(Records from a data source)
/---

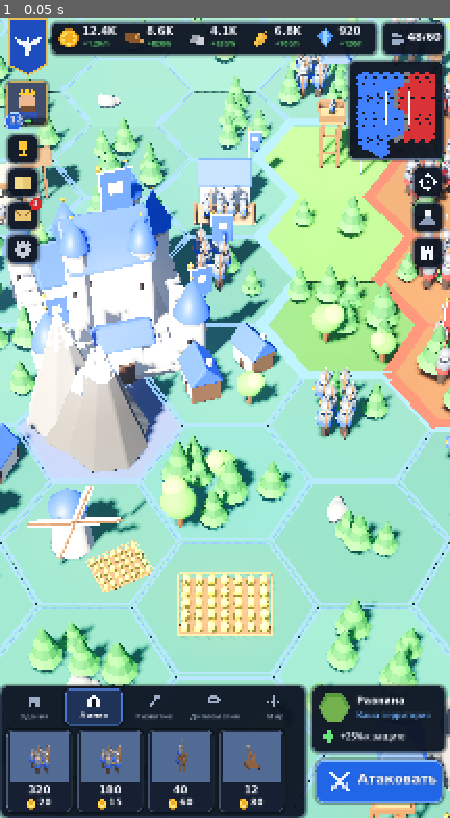
Above: before the commit, frame 1.
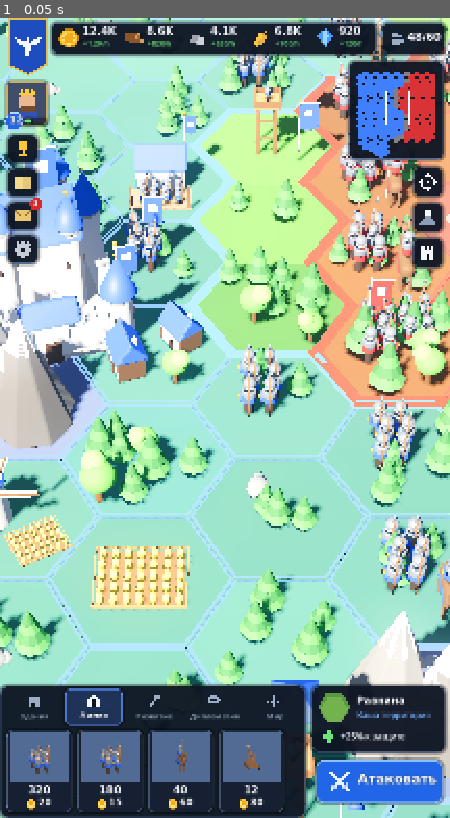
Above: after the commit, the same moment.

Repository: kaboomenko/Raivon
Game: Godot game, scene res://scenes/main.tscn
The game is run twice, just before and just after one commit, with the same random seed, the same clock (stepped at 60 frames per second) and the same inputs.
Inputs:
- Up to frame 1 (0.05 s): no input

The runs differ from the first frame. In frame 1, 55% of the frame differs, in the area x 0-100%, y 0-100%.

Commit message:
Godot: camera rig (pan with inertia, pinch/wheel zoom), hex picking, live tile panel
Co-Authored-By: Claude Opus 5.5 <noreply@anthropic.com>
Claude-Session: https://claude.ai/code/session_01Gm1xuL6Hscrx7wka3sjbP5

Diff:
--- /dev/null
+++ b/game/scripts/camera_rig.gd
@@ -0,0 +1,135 @@
+extends Node3D
+## Strategy camera: one-finger pan with inertia, pinch / wheel zoom between the strategic and close-up views,
+## tap to pick a hex. The view is a continuous blend: zoom 1 = strategic (high, wide), 0 = close-up.
+
+signal hex_tapped(cell: Vector2i)
+
+const SQ3 := 1.7320508
+
+var cam: Camera3D
+var zoom := 0.55
+var zoom_target := 0.55
+var target := Vector3(-0.6, 0, 0.2)
+var bounds := Rect2(-9.0, -11.0, 18.0, 22.0)  # XZ limits for the look-at point
+
+var _touches := {}
+var _pinch_start_dist := 0.0
+var _pinch_start_zoom := 0.0
+var _drag_moved := 0.0
+var _velocity := Vector3.ZERO
+var _press_pos := Vector2.ZERO
+
+
+func _ready() -> void:
+	cam = Camera3D.new()
+	cam.fov = 32
+	add_child(cam)
+	_apply()
+
+
+func _process(delta: float) -> void:
+	zoom = lerpf(zoom, zoom_target, 1.0 - pow(0.001, delta))
+	if _touches.is_empty() and _velocity.length() > 0.01:
+		target += _velocity * delta
+		_velocity *= pow(0.02, delta)
+	_clamp()
+	_apply()
+
+
+func _apply() -> void:
+	var dist := lerpf(7.5, 24.0, zoom)
+	var pitch := deg_to_rad(lerpf(40.0, 52.0, zoom))
+	cam.position = target + Vector3(0, sin(pitch), cos(pitch)) * dist
+	cam.look_at(target)
+
+
+func _clamp() -> void:
+	target.x = clampf(target.x, bounds.position.x, bounds.end.x)
+	target.z = clampf(target.z, bounds.position.y, bounds.end.y)
+
+
+## World point on the ground plane under a screen position.
+func ground_at(screen: Vector2) -> Vector3:
+	var from := cam.project_ray_origin(screen)
+	var dir := cam.project_ray_normal(screen)
+	if absf(dir.y) < 1e-5:
+		return target
+	var t := -from.y / dir.y
+	return from + dir * t
+
+
+static func world_to_axial(p: Vector3) -> Vector2i:
+	var q := p.x / 1.5
+	var r := p.z / SQ3 - q / 2.0
+	# cube rounding
+	var s := -q - r
+	var rq := roundf(q)
+	var rr := roundf(r)
+	var rs := roundf(s)
+	var dq := absf(rq - q)
+	var dr := absf(rr - r)
+	var ds := absf(rs - s)
+	if dq > dr and dq > ds:
+		rq = -rr - rs
+	elif dr > ds:
+		rr = -rq - rs
+	return Vector2i(int(rq), int(rr))
+
+
+func _unhandled_input(event: InputEvent) -> void:
+	if event is InputEventMouseButton:
+		var mb := event as InputEventMouseButton
+		if mb.button_index == MOUSE_BUTTON_WHEEL_UP and mb.pressed:
+			zoom_target = clampf(zoom_target - 0.08, 0.0, 1.0)
+		elif mb.button_index == MOUSE_BUTTON_WHEEL_DOWN and mb.pressed:
+			zoom_target = clampf(zoom_target + 0.08, 0.0, 1.0)
+	elif event is InputEventScreenTouch:
+		var t := event as InputEventScreenTouch
+		if t.pressed:
+			_touches[t.index] = t.position
+			if _touches.size() == 1:
+				_press_pos = t.position
+				_drag_moved = 0.0
+				_velocity = Vector3.ZERO
+			elif _touches.size() == 2:
+				_pinch_start_dist = _touch_dist()
+				_pinch_start_zoom = zoom_target
+		else:
+			var was_single := _touches.size() == 1
+			_touches.erase(t.index)
+			if was_single and _drag_moved < 12.0:
+				hex_tapped.emit(world_to_axial(ground_at(t.position)))
+	elif event is InputEventScreenDrag:
+		var d := event as InputEventScreenDrag
+		_touches[d.index] = d.position
+		if _touches.size() == 1:
+			var before := ground_at(d.position - d.relative)
+			var after := ground_at(d.position)
+			var delta := before - after
+			delta.y = 0
+			target += delta
+			_drag_moved += d.relative.length()
+			_velocity = delta / maxf(get_process_delta_time(), 1.0 / 120.0) * 0.6
+		elif _touches.size() == 2 and _pinch_start_dist > 0:
+			var k := _pinch_start_dist / maxf(_touch_dist(), 1.0)
+			zoom_target = clampf(_pinch_start_zoom + (k - 1.0) * 0.6, 0.0, 1.0)
+	elif event is InputEventMagnifyGesture:
+		var g := event as InputEventMagnifyGesture
+		zoom_target = clampf(zoom_target - (g.factor - 1.0), 0.0, 1.0)
+	elif event is InputEventPanGesture:
+		var p := event as InputEventPanGesture
+		target += Vector3(p.delta.x, 0, p.delta.y) * 0.05
+
+
+func _touch_dist() -> float:
+	var pts := _touches.values()
+	if pts.size() < 2:
+		return 0.0
+	return (pts[0] as Vector2).distance_to(pts[1])
+
+
+## Smoothly fly to a world point (used by «центрировать» and selection).
+func focus(p: Vector3, z := -1.0) -> void:
+	target = Vector3(p.x, 0, p.z)
+	if z >= 0:
+		zoom_target = z
--- a/game/scripts/hud.gd
+++ b/game/scripts/hud.gd
@@ -11,6 +11,10 @@
 
 var world: Node3D
 var font_bold: Font
+var tile_title: Label
+var tile_owner: Label
+var tile_bonus: Label
+var attack_btn: Panel
 
 
 func _ready() -> void:
@@ -187,9 +191,11 @@
 	tile.size = Vector2(70, 60)
 	add_child(tile)
 	var tn := _label("Равнина", 21)
+	tile_title = tn
 	tn.position = Vector2(746, base_y + 18)
 	add_child(tn)
 	var to := _label("Ваша территория", 17, Color(0.45, 0.7, 1.0), false)
+	tile_owner = to
 	to.position = Vector2(746, base_y + 48)
 	add_child(to)
 	var shield := Icon.new("plus")
@@ -197,9 +203,11 @@
 	shield.size = Vector2(28, 28)
 	add_child(shield)
 	var bonus := _label("+25% к защите", 18, TEXT, false)
+	tile_bonus = bonus
 	bonus.position = Vector2(712, base_y + 92)
 	add_child(bonus)
 	var btn := _panel(Rect2(660, vh - 122, 266, 92), _style(Color(0.13, 0.4, 0.9), 16, Color(0.55, 0.75, 1.0), 3))
+	attack_btn = btn
 	var sw := Icon.new("swords")
 	sw.position = Vector2(684, vh - 104)
 	sw.size = Vector2(54, 54)
@@ -207,6 +215,14 @@
 	var at := _label("Атаковать", 28)
 	at.position = Vector2(748, vh - 98)
 	add_child(at)
+
+
+func show_tile(info: Dictionary) -> void:
+	tile_title.text = info["title"]
+	tile_owner.text = info["owner"]
+	tile_owner.add_theme_color_override("font_color", info["owner_color"])
+	tile_bonus.text = info["bonus"]
+	attack_btn.modulate = Color(1, 1, 1, 1.0 if info["attackable"] else 0.45)
 
 
 # ====================================================================== icons drawn in code
--- a/game/scripts/main.gd
+++ b/game/scripts/main.gd
@@ -3,26 +3,32 @@
 
 const World := preload("res://scripts/world.gd")
 const Hud := preload("res://scripts/hud.gd")
+const CameraRig := preload("res://scripts/camera_rig.gd")
 
 var world: Node3D
-var cam: Camera3D
-var zoom := 0.55  # 1 = strategic, 0 = close-up
+var rig: Node3D
+var hud: CanvasLayer
+var selection: MeshInstance3D
 
 
 func _ready() -> void:
 	_environment()
 	world = World.new()
 	add_child(world)
-	cam = Camera3D.new()
-	add_child(cam)
-	_place_camera()
-	var hud := Hud.new()
+	rig = CameraRig.new()
+	add_child(rig)
+	rig.hex_tapped.connect(_on_hex_tapped)
+	hud = Hud.new()
 	hud.world = world
 	add_child(hud)
+	_make_selection()
 	for a in OS.get_cmdline_user_args():
 		if a.begins_with("--zoom="):
-			zoom = float(a.substr(7))
-			_place_camera()
+			rig.zoom = float(a.substr(7))
+			rig.zoom_target = rig.zoom
+		if a.begins_with("--select="):
+			var parts := a.substr(9).split(",")
+			_on_hex_tapped(Vector2i(int(parts[0]), int(parts[1])))
 	for a in OS.get_cmdline_user_args():
 		if a.begins_with("--shot="):
 			_shot(a.substr(7))
@@ -75,14 +81,41 @@
 	add_child(sun)
 
 
-func _place_camera() -> void:
-	# Strategic: high, wide. Close-up: low, near the capital. Both at ~50° like the reference.
-	var target := Vector3(-0.6, 0, 0.2).lerp(Vector3(-2.6, 0, -0.6), 1.0 - zoom)
-	var dist := lerpf(8.0, 24.0, zoom)
-	var pitch := deg_to_rad(lerpf(42.0, 52.0, zoom))
-	cam.fov = 32
-	cam.position = target + Vector3(0, sin(pitch), cos(pitch)) * dist
-	cam.look_at(target)
+func _make_selection() -> void:
+	selection = MeshInstance3D.new()
+	var tm := TorusMesh.new()
+	tm.inner_radius = 0.86
+	tm.outer_radius = 0.96
+	tm.rings = 6
+	tm.ring_segments = 6
+	selection.mesh = tm
+	selection.rotation.y = PI / 6.0
+	var m := StandardMaterial3D.new()
+	m.shading_mode = BaseMaterial3D.SHADING_MODE_UNSHADED
+	m.albedo_color = Color(1.0, 0.95, 0.7)
+	m.emission_enabled = true
+	m.emission = Color(1.0, 0.9, 0.55)
+	m.emission_energy_multiplier = 3.0
+	selection.material_override = m
+	selection.scale = Vector3(1, 0.15, 1)
+	selection.visible = false
+	add_child(selection)
+
+
+func _process(_delta: float) -> void:
+	if selection.visible:
+		var k := 1.0 + 0.03 * sin(Time.get_ticks_msec() / 160.0)
+		selection.scale = Vector3(k, 0.15, k)
+
+
+func _on_hex_tapped(c: Vector2i) -> void:
+	if not world.cells.has(c):
+		selection.visible = false
+		return
+	var p: Vector3 = world.axial_to_world(c.x, c.y)
+	selection.position = p + Vector3(0, 0.06, 0)
+	selection.visible = true
+	hud.show_tile(world.describe(c))
 
 
 func _shot(path: String) -> void:
--- a/game/scripts/world.gd
+++ b/game/scripts/world.gd
@@ -389,3 +389,36 @@
 			mi.cast_shadow = GeometryInstance3D.SHADOW_CASTING_SETTING_OFF
 			mi.position = axial_to_world(c.x, c.y) + Vector3(rng.randf_range(-0.6, 0.6), rng.randf_range(0.6, 1.4), rng.randf_range(-0.6, 0.6))
 			add_child(mi)
+
+
+## Text for the HUD tile panel (reference: «Равнина / Ваша территория / +25% к защите»).
+func describe(c: Vector2i) -> Dictionary:
+	var cell: Dictionary = cells[c]
+	var names := {"grass": "Равнина", "forest": "Лес", "mountain": "Горы", "water": "Озеро"}
+	var kinds := {"castle": "Столица", "house": "Город", "mine": "Каменоломня", "field": "Ферма", "windmill": "Мельница",
+		"barracks": "Казармы", "watchtower": "Сторожевая башня", "enemy_castle": "Кремнёвый замок", "enemy_camp": "Военный лагерь"}
+	var title: String = kinds.get(cell["kind"], names.get(cell["terrain"], "Гекс"))
+	var owner_text := "Дикие земли"
+	var owner_col := Color(0.8, 0.8, 0.75)
+	match cell["owner"]:
+		Owner.PLAYER:
+			owner_text = "Ваша территория"
+			owner_col = Color(0.45, 0.7, 1.0)
+		Owner.ENEMY:
+			owner_text = "Кремнёвые Бароны"
+			owner_col = Color(1.0, 0.45, 0.42)
+		Owner.FOG:
+			owner_text = "Неизведанные земли"
+			owner_col = Color(0.6, 0.6, 0.65)
+	var bonus := "+0% к защите"
+	match cell["terrain"]:
+		"forest":
+			bonus = "+25% к защите"
+		"mountain":
+			bonus = "+40% к обороне"
+		"grass":
+			bonus = "+10% к защите" if cell["kind"] == "" else "+25% к защите"
+	if cell["kind"] == "castle" or cell["kind"] == "enemy_castle":
+		bonus = "+50% к защите · Ядро"
+	return {"title": title, "owner": owner_text, "owner_color": owner_col, "bonus": bonus,
+		"attackable": cell["owner"] == Owner.ENEMY, "terrain": cell["terrain"]}
Not shown, changed: docs/dev/backlog.md

\---

## Exercise prompt
Repeat the lines exactly as they stand, from the opening line of the data through the line with "Game: Godot game, scene". Pictures stay out of the copy.

## Task solution
Above: before the commit, frame 1.
Above: after the commit, the same moment.

Repository: kaboomenko/Raivon
Game: Godot game, scene res://scenes/main.tscn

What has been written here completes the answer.